= ABOUT THIS TASK =
Restate word for word the opening line of the data below and every line after it until the line with "PAD_THICKNESS = 5.3", that line too, but not the pictures.

[Data records]
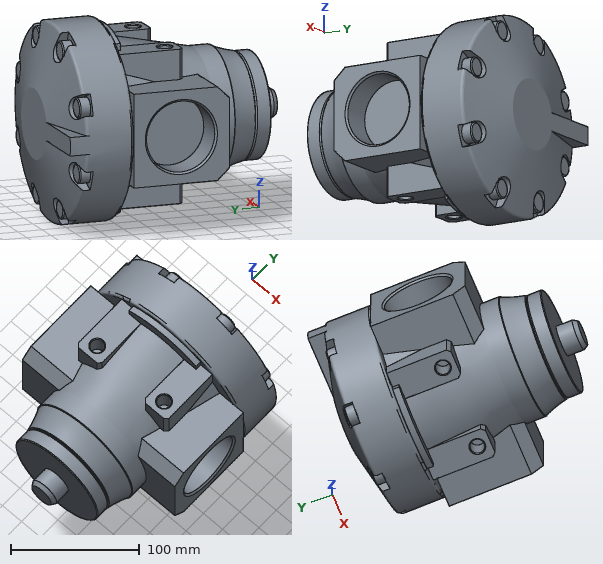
import cadquery as cq
import math

LENGTH = 198.0
SIDES = (-1, 1)

STEM_D = 25.0
STEM_TIP_D = 20.4
STEM_CHAMFER_LENGTH = 3.8

RING_D = 86.0
RING_FRONT_Y = 17.2
RING_BACK_Y = 29.9
RING_FRONT_CHAMFER = 0.8
RING_BACK_CHAMFER = 1.2
GROOVE_WIDTH = 0.8

NECK_FRONT_R = 43.4
NECK_BACK_R = 49.3
NECK_BACK_Y = 49.7
NECK_SAG = 0.5

COLLAR_D = 100.0
COLLAR_CHAMFER = 0.5
COLLAR_BACK_Y = 66.3
CONE_ANGLE = 12.0

CAP_D = 160.0
CAP_FRONT_Y = 145.1
CAP_FLAT_D = 56.6
CAP_SLOPE_ANGLE = 15.0
CAP_REAR_FILLET = 2.5
CAP_FRONT_FILLET = 2.0

SCREW_COUNT = 8
SCREW_CIRCLE_R = 68.3
SCREW_HEAD_D = 16.0
SCREW_HEAD_TOP_Y = 186.7
SCREW_HEAD_CHAMFER = 1.0
RECESS_WIDTH = 17.5
RECESS_FLOOR_Y = 177.8

TAB_WIDTH = 14.8
TAB_FRONT_Y = 181.8

BLOCK_LENGTH = CAP_D
BLOCK_HEIGHT = 75.0
BLOCK_FRONT_Y = 66.0
BLOCK_CHAMFER_Y = 10.0
BLOCK_CHAMFER_Z = 9.5
PORT_D = 56.6
PORT_Y = 106.0
PORT_DEPTH = 26.0
PORT_CHAMFER = 1.5

LEG_SPACING = 70.0
LEG_WIDTH = 25.0
LEG_HEIGHT = 123.5
LEG_FRONT_Y = 92.0
LEG_CHAMFER = 3.0
LEG_HOLE_D = 11.5
LEG_HOLE_Y = 103.0
LEG_HOLE_DEPTH = 19.8
LEG_HOLE_CHAMFER = 0.8

PAD_R = 76.0
PAD_LENGTH = 70.5
PAD_THICKNESS = 5.3


def box(x_range, y_range, z_range):
    """Box between the given limits."""
    size = [high - low for low, high in (x_range, y_range, z_range)]
    corner = (x_range[0], y_range[0], z_range[0])
    return cq.Workplane("XY").box(*size, centered=False).translate(corner)


def disc(diameter, front_y, back_y, x=0.0, z=0.0):
    """Cylinder along Y between two stations."""
    plane = cq.Workplane("XZ", origin=(x, back_y, z))
    return plane.circle(diameter / 2).extrude(back_y - front_y)


def make_body():
    """Revolved stem, ring, neck, collar and cone."""
    ring_r = RING_D / 2
    ring_front_r = ring_r - RING_FRONT_CHAMFER
    groove_r = ring_r - RING_BACK_CHAMFER
    collar_r = COLLAR_D / 2
    neck_front_y = RING_BACK_Y + GROOVE_WIDTH
    neck_middle = ((NECK_FRONT_R + NECK_BACK_R) / 2 - NECK_SAG, (neck_front_y + NECK_BACK_Y) / 2)
    cone_length = CAP_FRONT_Y - COLLAR_BACK_Y
    cone_back_r = collar_r + cone_length * math.tan(math.radians(CONE_ANGLE))
    profile = (
        cq.Workplane("XY")
        .moveTo(0, 0)
        .lineTo(STEM_TIP_D / 2, 0)
        .lineTo(STEM_D / 2, STEM_CHAMFER_LENGTH)
        .lineTo(STEM_D / 2, RING_FRONT_Y)
        .lineTo(ring_front_r, RING_FRONT_Y)
        .lineTo(ring_r, RING_FRONT_Y + RING_FRONT_CHAMFER)
        .lineTo(ring_r, RING_BACK_Y - RING_BACK_CHAMFER)
        .lineTo(groove_r, RING_BACK_Y)
        .lineTo(groove_r, neck_front_y)
        .lineTo(NECK_FRONT_R, neck_front_y)
        .threePointArc(neck_middle, (NECK_BACK_R, NECK_BACK_Y))
        .lineTo(collar_r, NECK_BACK_Y + COLLAR_CHAMFER)
        .lineTo(collar_r, COLLAR_BACK_Y)
        .lineTo(cone_back_r, CAP_FRONT_Y)
        .lineTo(0, CAP_FRONT_Y)
        .close()
    )
    return profile.revolve(360, (0, 0, 0), (0, 1, 0))


def make_cap():
    """Round cap with a conical back and rounded rims."""
    cap_r = CAP_D / 2
    flat_r = CAP_FLAT_D / 2
    slope_drop = (cap_r - flat_r) * math.tan(math.radians(CAP_SLOPE_ANGLE))
    rim_y = LENGTH - slope_drop
    profile = (
        cq.Workplane("XY")
        .moveTo(0, CAP_FRONT_Y)
        .lineTo(cap_r, CAP_FRONT_Y)
        .lineTo(cap_r, rim_y)
        .lineTo(flat_r, LENGTH)
        .lineTo(0, LENGTH)
        .close()
    )
    cap = profile.revolve(360, (0, 0, 0), (0, 1, 0))
    rear_rim = cq.selectors.NearestToPointSelector((0, rim_y, 0))
    cap = cap.edges("%CIRCLE").edges(rear_rim).fillet(CAP_REAR_FILLET)
    return cap.edges("<Y").fillet(CAP_FRONT_FILLET)


def make_recess():
    """Cutter for one screw recess on the +X side: a slot with a round inner end, open at the rim."""
    half_slot = RECESS_WIDTH / 2
    pocket = disc(RECESS_WIDTH, RECESS_FLOOR_Y, LENGTH, x=SCREW_CIRCLE_R)
    slot = box((SCREW_CIRCLE_R, CAP_D), (RECESS_FLOOR_Y, LENGTH), (-half_slot, half_slot))
    return pocket.union(slot)


def add_screws(cap):
    """Cut the recesses and put a cylindrical screw head in each."""
    recess = make_recess()
    head = disc(SCREW_HEAD_D, RECESS_FLOOR_Y, SCREW_HEAD_TOP_Y, x=SCREW_CIRCLE_R)
    head = head.edges(">Y").chamfer(SCREW_HEAD_CHAMFER)
    step = 360 / SCREW_COUNT
    for index in range(SCREW_COUNT):
        angle = (index + 0.5) * step
        cap = cap.cut(recess.rotate((0, 0, 0), (0, 1, 0), angle))
        cap = cap.union(head.rotate((0, 0, 0), (0, 1, 0), angle))
    return cap


def make_tab():
    """Tab from the cap's flat centre out to its -X edge, rounded to the cap's outer radius."""
    half_width = TAB_WIDTH / 2
    bar = box((-CAP_D / 2, 0), (TAB_FRONT_Y, LENGTH), (-half_width, half_width))
    return bar.intersect(disc(CAP_D, TAB_FRONT_Y, LENGTH))


def make_block():
    """Port block across the body with two bevelled front edges."""
    half_height = BLOCK_HEIGHT / 2
    bevel_z = half_height - BLOCK_CHAMFER_Z
    bevel_y = BLOCK_FRONT_Y + BLOCK_CHAMFER_Y
    outline = [
        (CAP_FRONT_Y, -half_height),
        (CAP_FRONT_Y, half_height),
        (bevel_y, half_height),
        (BLOCK_FRONT_Y, bevel_z),
        (BLOCK_FRONT_Y, -bevel_z),
        (bevel_y, -half_height),
    ]
    return cq.Workplane("YZ").polyline(outline).close().extrude(BLOCK_LENGTH / 2, both=True)


def make_leg(x):
    """Upright leg through the body, with bevelled front corners."""
    leg = box(
        (x - LEG_WIDTH / 2, x + LEG_WIDTH / 2),
        (LEG_FRONT_Y, CAP_FRONT_Y),
        (-LEG_HEIGHT / 2, LEG_HEIGHT / 2),
    )
    return leg.faces("<Y").edges("|Z").chamfer(LEG_CHAMFER)


def make_pads():
    """Disc trimmed to a strip, so that one pad stands out above the body and one below."""
    front_y = CAP_FRONT_Y - PAD_THICKNESS
    half_length = PAD_LENGTH / 2
    strip = box((-half_length, half_length), (front_y, CAP_FRONT_Y), (-PAD_R, PAD_R))
    return disc(2 * PAD_R, front_y, CAP_FRONT_Y).intersect(strip)


def blind_hole(mouth, inward, diameter, depth, chamfer):
    """Cutter for a flat-bottomed hole with a countersunk mouth."""
    center = cq.Vector(*mouth)
    direction = cq.Vector(*inward)
    bore = cq.Solid.makeCylinder(diameter / 2, depth, center, direction)
    countersink = cq.Solid.makeCone(diameter / 2 + chamfer, diameter / 2, chamfer, center, direction)
    return cq.Workplane(bore).union(cq.Workplane(countersink))


result = make_body().union(add_screws(make_cap())).union(make_tab()).union(make_block()).union(make_pads())

for side in SIDES:
    result = result.union(make_leg(side * LEG_SPACING / 2))

for side in SIDES:
    port_mouth = (side * BLOCK_LENGTH / 2, PORT_Y, 0)
    result = result.cut(blind_hole(port_mouth, (-side, 0, 0), PORT_D, PORT_DEPTH, PORT_CHAMFER))
    for level in SIDES:
        hole_mouth = (side * LEG_SPACING / 2, LEG_HOLE_Y, level * LEG_HEIGHT / 2)
        leg_hole = blind_hole(hole_mouth, (0, 0, -level), LEG_HOLE_D, LEG_HOLE_DEPTH, LEG_HOLE_CHAMFER)
        result = result.cut(leg_hole)

= ANSWER TO THE PROBLEM =
import cadquery as cq
import math

LENGTH = 198.0
SIDES = (-1, 1)

STEM_D = 25.0
STEM_TIP_D = 20.4
STEM_CHAMFER_LENGTH = 3.8

RING_D = 86.0
RING_FRONT_Y = 17.2
RING_BACK_Y = 29.9
RING_FRONT_CHAMFER = 0.8
RING_BACK_CHAMFER = 1.2
GROOVE_WIDTH = 0.8

NECK_FRONT_R = 43.4
NECK_BACK_R = 49.3
NECK_BACK_Y = 49.7
NECK_SAG = 0.5

COLLAR_D = 100.0
COLLAR_CHAMFER = 0.5
COLLAR_BACK_Y = 66.3
CONE_ANGLE = 12.0

CAP_D = 160.0
CAP_FRONT_Y = 145.1
CAP_FLAT_D = 56.6
CAP_SLOPE_ANGLE = 15.0
CAP_REAR_FILLET = 2.5
CAP_FRONT_FILLET = 2.0

SCREW_COUNT = 8
SCREW_CIRCLE_R = 68.3
SCREW_HEAD_D = 16.0
SCREW_HEAD_TOP_Y = 186.7
SCREW_HEAD_CHAMFER = 1.0
RECESS_WIDTH = 17.5
RECESS_FLOOR_Y = 177.8

TAB_WIDTH = 14.8
TAB_FRONT_Y = 181.8

BLOCK_LENGTH = CAP_D
BLOCK_HEIGHT = 75.0
BLOCK_FRONT_Y = 66.0
BLOCK_CHAMFER_Y = 10.0
BLOCK_CHAMFER_Z = 9.5
PORT_D = 56.6
PORT_Y = 106.0
PORT_DEPTH = 26.0
PORT_CHAMFER = 1.5

LEG_SPACING = 70.0
LEG_WIDTH = 25.0
LEG_HEIGHT = 123.5
LEG_FRONT_Y = 92.0
LEG_CHAMFER = 3.0
LEG_HOLE_D = 11.5
LEG_HOLE_Y = 103.0
LEG_HOLE_DEPTH = 19.8
LEG_HOLE_CHAMFER = 0.8

PAD_R = 76.0
PAD_LENGTH = 70.5
PAD_THICKNESS = 5.3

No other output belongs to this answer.